EXERCISE PROMPT -
All lines from the beginning of the listing through the line with "- Up to frame 3" are to be copied word for word; the pictures are not.

DATA PROVIDED -

▼

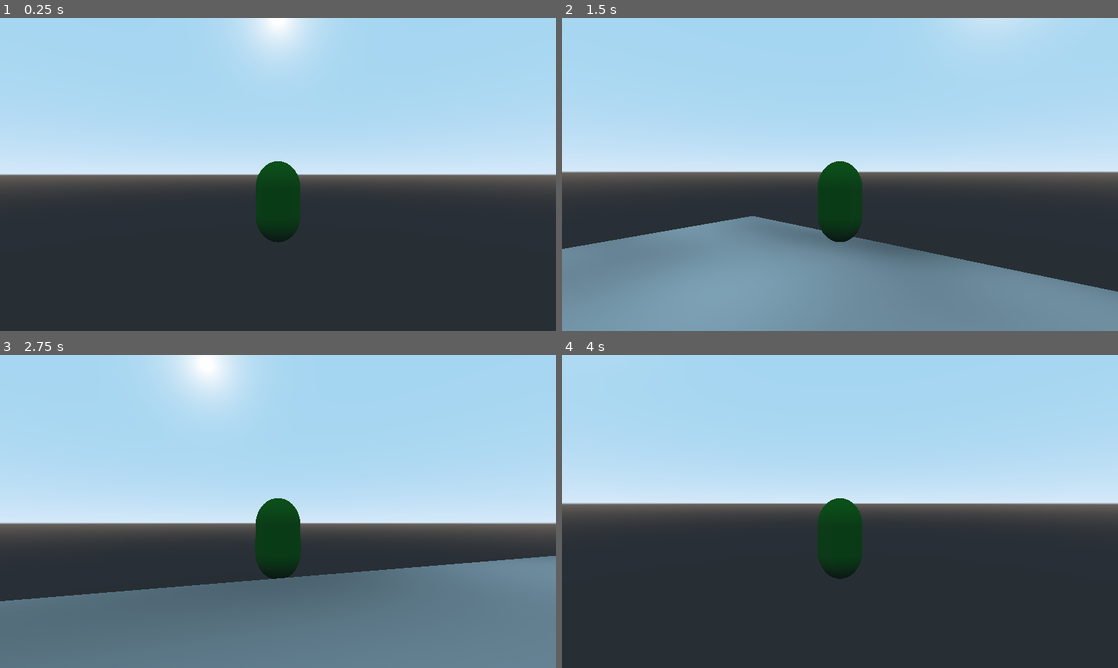
Above: before the commit, frames 1-4 (two rows, left to right).
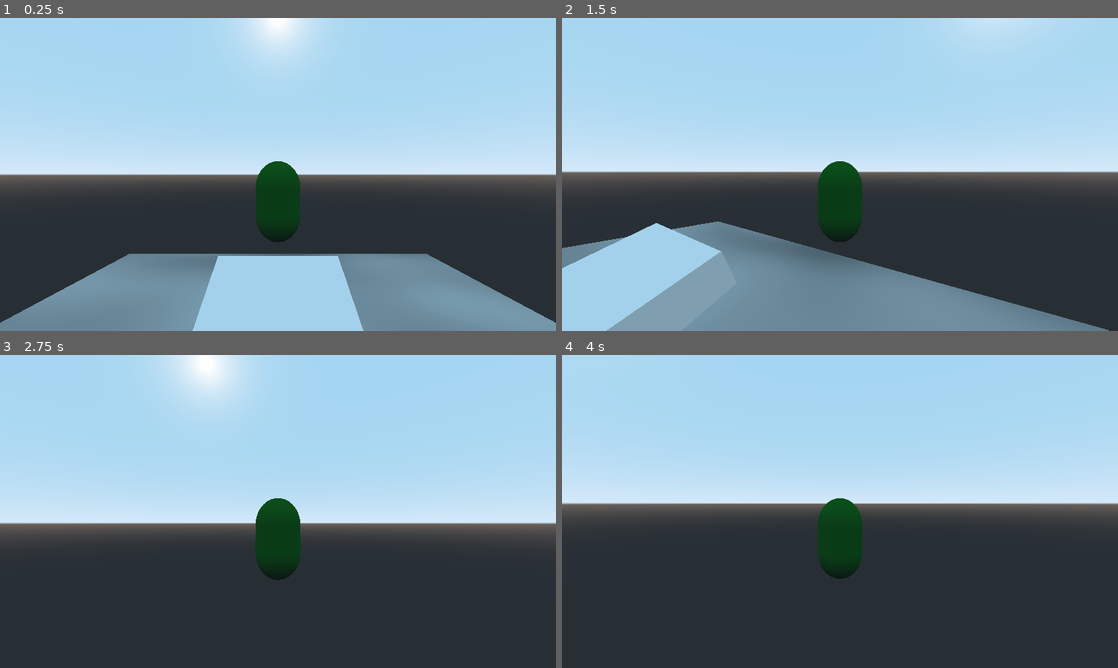
Above: after the commit, the same moments.

Repository: elegist/skyjumper
Game: Godot game, scene res://src/Main.tscn
Two runs of this game, one before a commit and one after it. Both use one fixed random seed, a clock stepped at 60 frames per second and the inputs below.
Inputs (mouse positions are in pixels of both pictures, inside the frame that each line leads up to):
- Up to frame 1 (0.25 s): no input
- Up to frame 2 (1.5 s): move the mouse to (867, 174) at 0.52 s; hold W (move_up) from 0.53 s (still down); tap Shift (dash) at 0.6 s; tap Space (jump) at 0.77, 0.8, 1.07, 1.35 s; move the mouse to (812, 174) at 1.27 s
- Up to frame 3 (2.75 s): keep holding W (move_up); tap Space (jump) at 1.52, 1.82, 2.3 s; tap Shift (dash) at 1.55, 2.1 s; move the mouse to (289, 505) at 2.02 s
- Up to frame 4 (4 s): keep holding W (move_up); move the mouse to (834, 517) at 2.77 s; tap Shift (dash) at 2.85 s; tap Space (jump) at 3.02, 3.32, 3.6, 3.77 s; tap Enter at 3.5 s; move the mouse to (878, 514) at 3.52 s

The runs differ from the first frame. In frame 1, 20% of the frame differs, in the area x 0-100%, y 75-100%; in frame 2, 13%; in frame 3, 29%, in the area x 0-100%, y 64-100%; in frame 4, less than 0.1%.

Commit message:
Rework movement, add dash

Diff:
--- a/src/Main.tscn
+++ b/src/Main.tscn
@@ -20,11 +20,15 @@
 
 [sub_resource type="BoxShape" id=5]
 
+[sub_resource type="CubeMesh" id=6]
+
+[sub_resource type="BoxShape" id=7]
+
 [node name="Main" type="Node"]
 script = ExtResource( 1 )
 
 [node name="Player" parent="." instance=ExtResource( 2 )]
-transform = Transform( 1, 0, 0, 0, 1, 0, 0, 0, 1, 0, 36, 0 )
+transform = Transform( 1, 0, 0, 0, 1, 0, 0, 0, 1, 0, 9, 0 )
 
 [node name="StaticBody" type="StaticBody" parent="."]
 transform = Transform( 20, 0, 0, 0, 1, 0, 0, 0, 20, 0, -1, 0 )
@@ -35,3 +39,13 @@
 
 [node name="CollisionShape" type="CollisionShape" parent="StaticBody"]
 shape = SubResource( 5 )
+
+[node name="StaticBody2" type="StaticBody" parent="."]
+transform = Transform( 5, 0, 0, 0, 0.92164, -1.94023, 0, 0.388047, 4.6082, 0, 1.02822, -4.46072 )
+
+[node name="MeshInstance" type="MeshInstance" parent="StaticBody2"]
+mesh = SubResource( 6 )
+material/0 = null
+
+[node name="CollisionShape" type="CollisionShape" parent="StaticBody2"]
+shape = SubResource( 7 )
--- a/src/player/Player.gd
+++ b/src/player/Player.gd
@@ -2,11 +2,14 @@
 
 var velocity: Vector3 = Vector3.ZERO
 
-export var move_speed: float = 50.0
-export var acceleration = 15.0
-export var jump_force: float = 30.0
-export var gravity: float = 1.5
-export var max_terminal_velocity: float = 60.0
+export var gravity: float = -40.0
+
+export var max_speed: float = 15.0
+export var acceleration: float = 70.0
+export var ground_friction: float = 60.0
+export var air_resistance: float = 50.0
+export var jump_height: float = 15.0
+export var dash_factor: int = 40
 
 var max_jump_count: int = 2
 var jump_count: int = 0
@@ -22,6 +25,8 @@
 
 var origin_basis = Basis()
 var orientation = Transform()
+
+var snap_vector: Vector3 = Vector3.ZERO
 
 onready var mesh = $Mesh
 
@@ -55,32 +60,14 @@
 	camera_pivot.rotation.x = -camera_x_rotation
 
 func _physics_process(delta: float) -> void:
-	velocity.y = clamp(velocity.y - gravity, -max_terminal_velocity, max_terminal_velocity)
+	var input_vector = _get_input_vector()
+	var move_direction = _get_move_direction(input_vector)
 
-	var move_direction: Vector2 = Vector2(
-		Input.get_action_strength("move_left") - Input.get_action_strength("move_right"),
-		Input.get_action_strength("move_down") - Input.get_action_strength("move_up")
-	)
+	_update_snap_vector()
 
-	var movement: Vector2 = Vector2.ZERO
-	movement = movement.linear_interpolate(move_direction * move_speed, acceleration * delta)
+	apply_gravity(delta)
 
-	var camera_z = -camera.global_transform.basis.z
-	var camera_x = camera.global_transform.basis.x
-	camera_z.y = 0
-	camera_z = camera_z.normalized()
-	camera_x.y = 0
-	camera_x = camera_x.normalized()
-
-	var direction = -camera_x * movement.x - camera_z * movement.y
-
-	velocity.x = direction.x
-	velocity.z = direction.z
-
-	if move_direction.length() > 0.01:
-		rotate_character(direction, delta)
-
-	velocity = move_and_slide(velocity, Vector3.UP)
+	apply_movement(move_direction, delta)
 
 	if is_on_floor():
 		jump_count = max_jump_count
@@ -88,17 +75,50 @@
 	if Input.is_action_just_pressed("jump") && jump_count > 0:
 		apply_jump()
 		jump_count -= 1
-	elif Input.is_action_just_released("jump") && velocity.y > jump_force / 3:
-		velocity.y = jump_force / 3
+	elif Input.is_action_just_released("jump") && velocity.y > jump_height / 2:
+		velocity.y = jump_height / 2
+
+	if Input.is_action_just_pressed("dash"):
+		apply_dash(move_direction, delta)
+
+	velocity = move_and_slide_with_snap(velocity, snap_vector, Vector3.UP, true)
+
+func _get_input_vector() -> Vector3:
+	var input_vector = Vector3.ZERO
+	input_vector.x = Input.get_action_strength("move_right") - Input.get_action_strength("move_left")
+	input_vector.z = Input.get_action_strength("move_down") - Input.get_action_strength("move_up")
+	return input_vector.normalized() if input_vector.length() > 1 else input_vector
+
+func _get_move_direction(input_vector: Vector3) -> Vector3:
+	var move_direction = (input_vector.x * camera_root.transform.basis.x) + (input_vector.z * camera_root.transform.basis.z)
+	return move_direction
+
+func _update_snap_vector() -> void:
+	snap_vector = -get_floor_normal() if is_on_floor() else Vector3.DOWN
+
+func apply_gravity(delta: float) -> void:
+	velocity.y += gravity * delta
+	velocity.y = clamp(velocity.y, gravity, jump_height)
+
+func apply_movement(move_direction: Vector3, delta: float) -> void:
+	if move_direction != Vector3.ZERO:
+		velocity.x = velocity.move_toward(move_direction * max_speed, acceleration * delta).x
+		velocity.z = velocity.move_toward(move_direction * max_speed, acceleration * delta).z
+		mesh.rotation.y = lerp_angle(mesh.rotation.y, atan2(-move_direction.x, -move_direction.z), 10 * delta)
+	else:
+		if is_on_floor():
+			velocity = velocity.move_toward(Vector3.ZERO, ground_friction * delta)
+		else:
+			velocity.x = velocity.move_toward(Vector3.ZERO, air_resistance * delta).x
+			velocity.z = velocity.move_toward(Vector3.ZERO, air_resistance * delta).z
 
 func apply_jump() -> void:
-	velocity.y = jump_force
+	snap_vector = Vector3.ZERO
+	velocity.y = jump_height
 
-func rotate_character(direction: Vector3, delta: float) -> void:
-	var from = Quat(orientation.basis)
-	var to = Quat(Transform().looking_at(direction, Vector3.UP).basis)
-
-	orientation.basis = Basis(from.slerp(to, delta * rotation_interpolation))
-
-	orientation = orientation.orthonormalized()
-	mesh.global_transform.basis = orientation.basis
+func apply_dash(move_direction: Vector3, delta: float) -> void:
+	velocity.x = velocity.move_toward(move_direction * max_speed * dash_factor, acceleration * dash_factor * delta).x
+	velocity.z = velocity.move_toward(move_direction * max_speed * dash_factor, acceleration * dash_factor * delta).z
+	yield(get_tree().create_timer(0.25), "timeout")
+	velocity.x = velocity.move_toward(Vector3.ZERO, 50).x
+	velocity.z = velocity.move_toward(Vector3.ZERO, 50).z
Not shown: 1 places in src/Main.tscn that only renumber resources
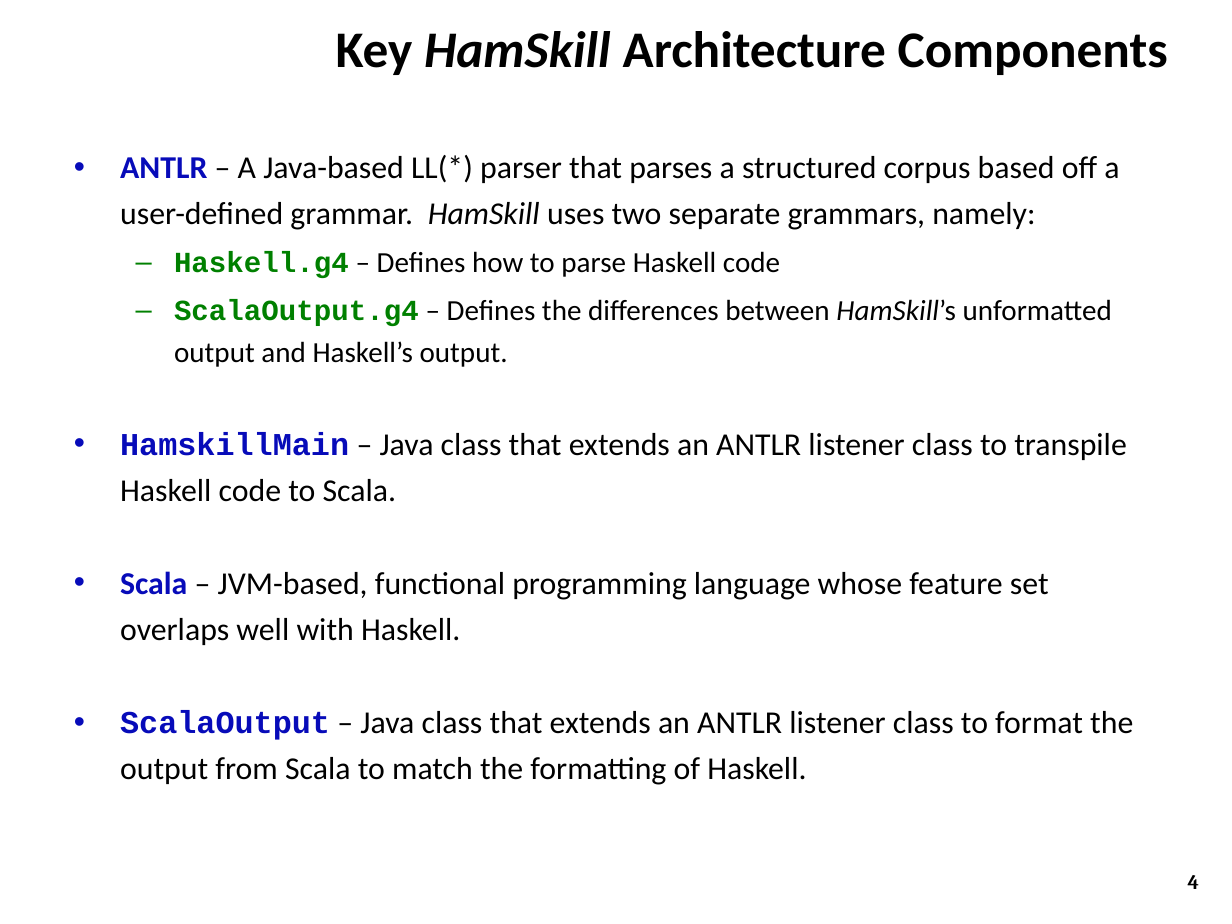
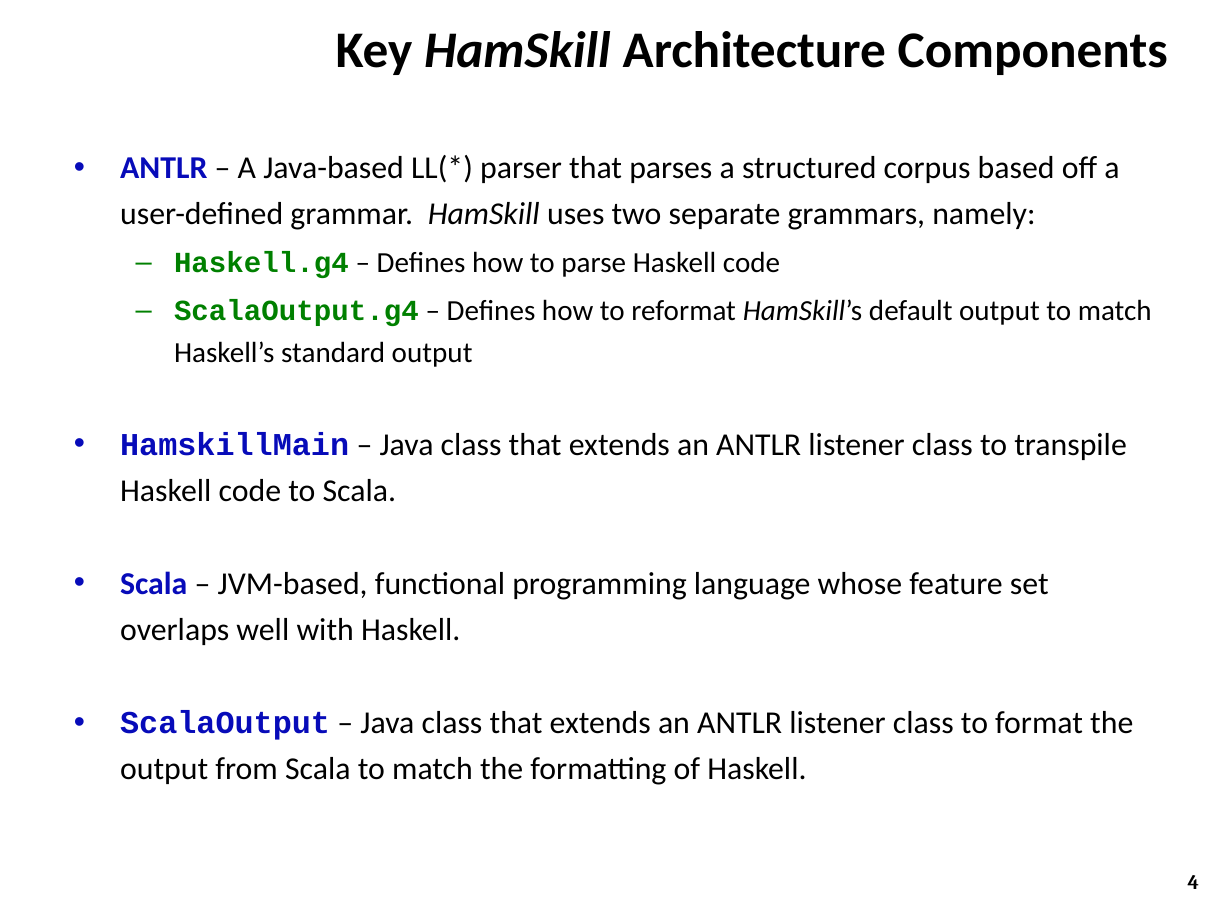
Before and after one commit to ZaydH/CS252, a slide deck: slide 4 of Project/Project_Presentation/Zayd_Hammoudeh_-_HamSkill_Run_Haskell_Anywhere.pptx. Drawn at 1232x924 pixels with LibreOffice and Linux fonts; fonts in the diff are those of the drawing; background and template pictures are left out. Boxes give left, top, right and bottom in pixels: in the first picture for what was removed or moved away, otherwise in the second. Text is boxed around its words. In the diff, an @@ line names an element or a change of style, - is before the commit and + after.

```diff
--- a/Project/Project_Presentation/Zayd_Hammoudeh_-_HamSkill_Run_Haskell_Anywhere.pptx
+++ b/Project/Project_Presentation/Zayd_Hammoudeh_-_HamSkill_Run_Haskell_Anywhere.pptx
@@ text at [174,299,1152,367]: text changed @@
-  – ScalaOutput.g4 – Defines the differences between HamSkill’s unformatted output and Haskell’s output.
+  – ScalaOutput.g4 – Defines how to reformat HamSkill’s default output to match Haskell’s standard output
```
Also in this commit, not shown: 5 other slides changed.

▲

OUTPUT -
Above: before the commit, frames 1-4 (two rows, left to right).
Above: after the commit, the same moments.

Repository: elegist/skyjumper
Game: Godot game, scene res://src/Main.tscn
Two runs of this game, one before a commit and one after it. Both use one fixed random seed, a clock stepped at 60 frames per second and the inputs below.
Inputs (mouse positions are in pixels of both pictures, inside the frame that each line leads up to):
- Up to frame 1 (0.25 s): no input
- Up to frame 2 (1.5 s): move the mouse to (867, 174) at 0.52 s; hold W (move_up) from 0.53 s (still down); tap Shift (dash) at 0.6 s; tap Space (jump) at 0.77, 0.8, 1.07, 1.35 s; move the mouse to (812, 174) at 1.27 s
- Up to frame 3 (2.75 s): keep holding W (move_up); tap Space (jump) at 1.52, 1.82, 2.3 s; tap Shift (dash) at 1.55, 2.1 s; move the mouse to (289, 505) at 2.02 s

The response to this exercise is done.